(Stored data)

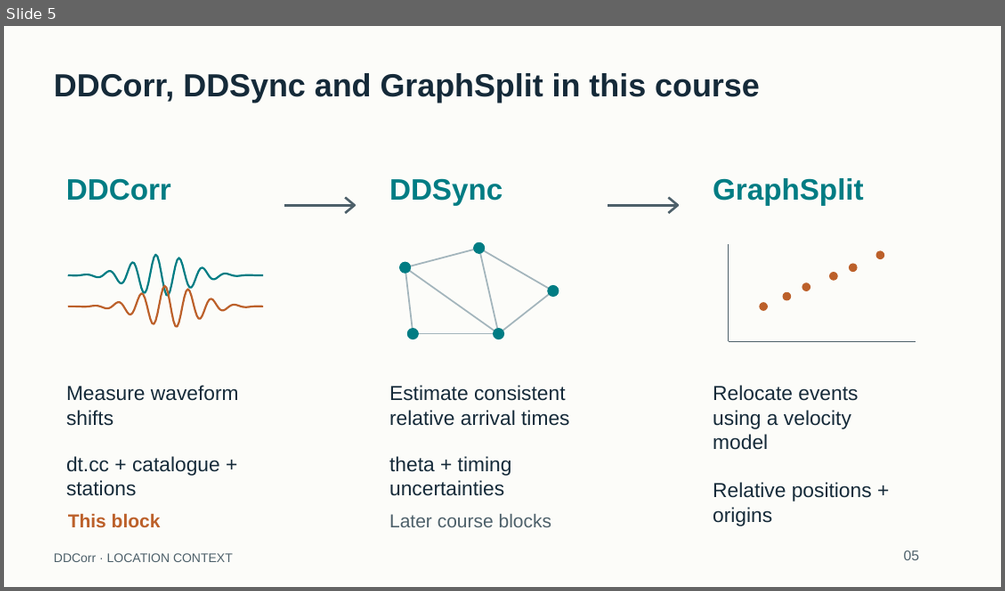
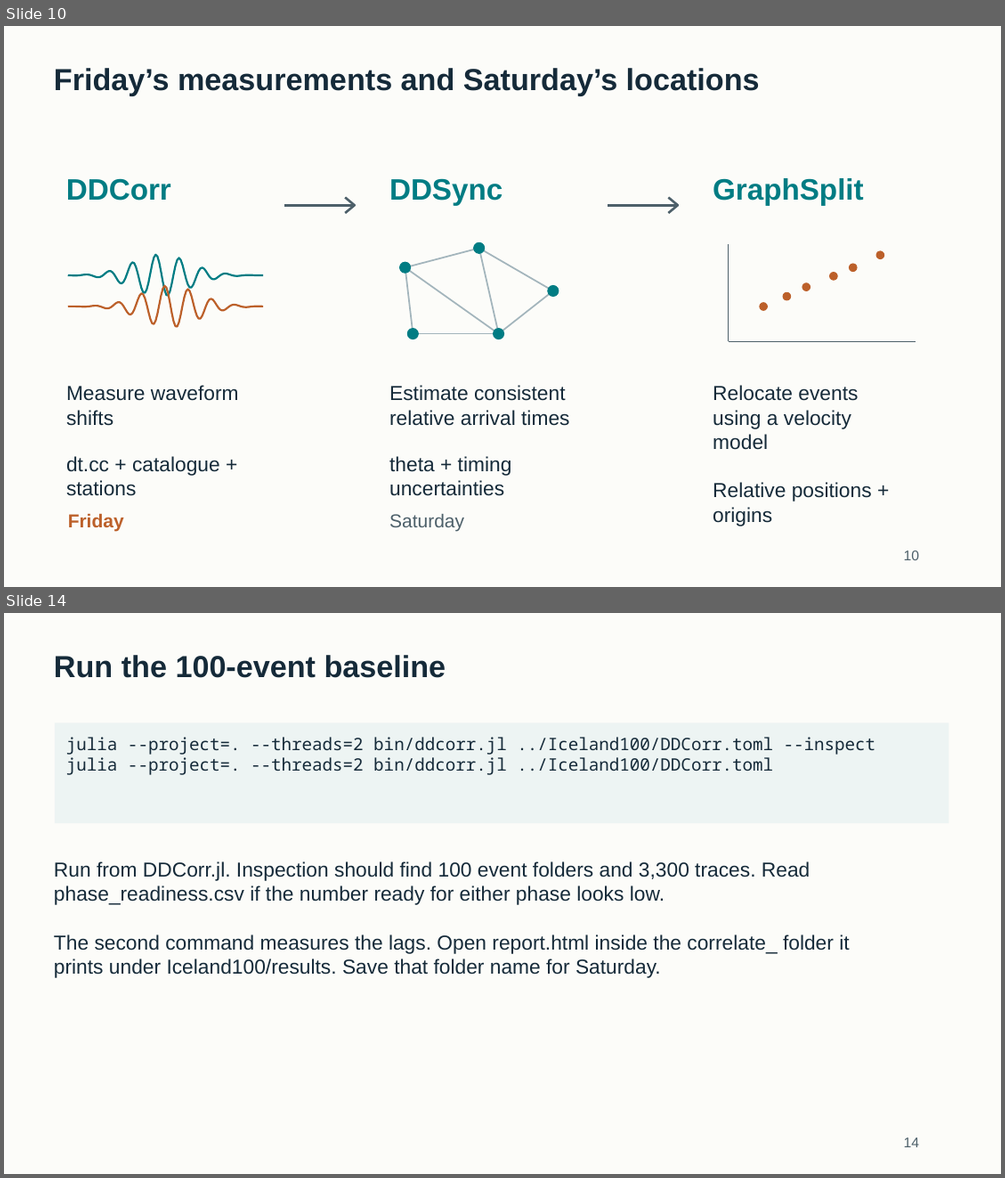
Before and after one commit to eliasrh/DDCorr.jl, a slide deck: teaching/DDCorr_minicourse.pptx. Shown one above the other, each under a label of ours: slide 5 before the commit, slides 10 and 14 after it; the slides between them are not shown. The pictures are 1005x591 and 1005x1178 pixels, drawn with LibreOffice and Linux fonts; fonts in the diff are those of the drawing. Boxes give left, top, right and bottom in pixels: in the first picture for what was removed or moved away, otherwise in the second. Text is boxed around its words. In the diff, an @@ line names an element or a change of style, - is before the commit and + after.

Commit message:
Teach differential times and relocation with the 100-event Iceland workshop
Add the correlation lecture, a shorter archive practical, and instructions for carrying one catalogue into DDSync and GraphSplit. Read advanced settings directly, preserve measured SAC magnitudes, and check waveform workloads before processing or cache reuse.

```diff
--- a/teaching/DDCorr_minicourse.pptx
+++ b/teaching/DDCorr_minicourse.pptx
@@ slide 14 added at (4, 613, 1001, 1174), background #FCFCF9 @@
@@ text added at (54, 655, 446, 678), 29.2 pt, text #152A39, bold @@
+Run the 100-event baseline
@@ rectangle added at (55, 723, 949, 823), fill #EDF4F3 @@
@@ text added at (66, 737, 876, 775), 16.5 pt, text #152A39 @@
+julia --project=. --threads=2 bin/ddcorr.jl ../Iceland100/DDCorr.toml --inspect
+julia --project=. --threads=2 bin/ddcorr.jl ../Iceland100/DDCorr.toml
@@ text added at (54, 861, 809, 905), 19.5 pt, text #152A39 @@
+Run from DDCorr.jl. Inspection should find 100 event folders and 3,300 traces. Read
+phase_readiness.csv if the number ready for either phase looks low.
@@ text added at (54, 934, 849, 978), 19.5 pt, text #152A39 @@
+The second command measures the lags. Open report.html inside the correlate_ folder it
+prints under Iceland100/results. Save that folder name for Saturday.
@@ text added at (904, 1137, 919, 1147), 13.5 pt, text #4D606A @@
+14
@@ what was slide 5 is now slide 10 @@
@@ slide 10 changed as well @@
@@ text removed at (54, 73, 760, 103) @@
-DDCorr, DDSync and GraphSplit in this course
@@ text added at (54, 68, 760, 96), 29.2 pt, text #152A39, bold @@
+Friday’s measurements and Saturday’s locations
@@ text at (68, 513, 124, 531): text changed @@
-This block
+Friday
@@ text at (389, 514, 464, 531): text changed @@
-Later course blocks
+Saturday
@@ text removed at (54, 553, 233, 562) @@
-DDCorr · LOCATION CONTEXT
@@ text at (904, 550, 919, 560): text changed @@
-05
+10
```
Also in this commit, not shown: 2 other slides changed, 42 other slides added, 97 slides removed, 43 other files.

- Exercise requirements -
Find all lines in the records that hold the word "Saturday". Copy them.

- Task solution -
+prints under Iceland100/results. Save that folder name for Saturday.
+Friday’s measurements and Saturday’s locations
+Saturday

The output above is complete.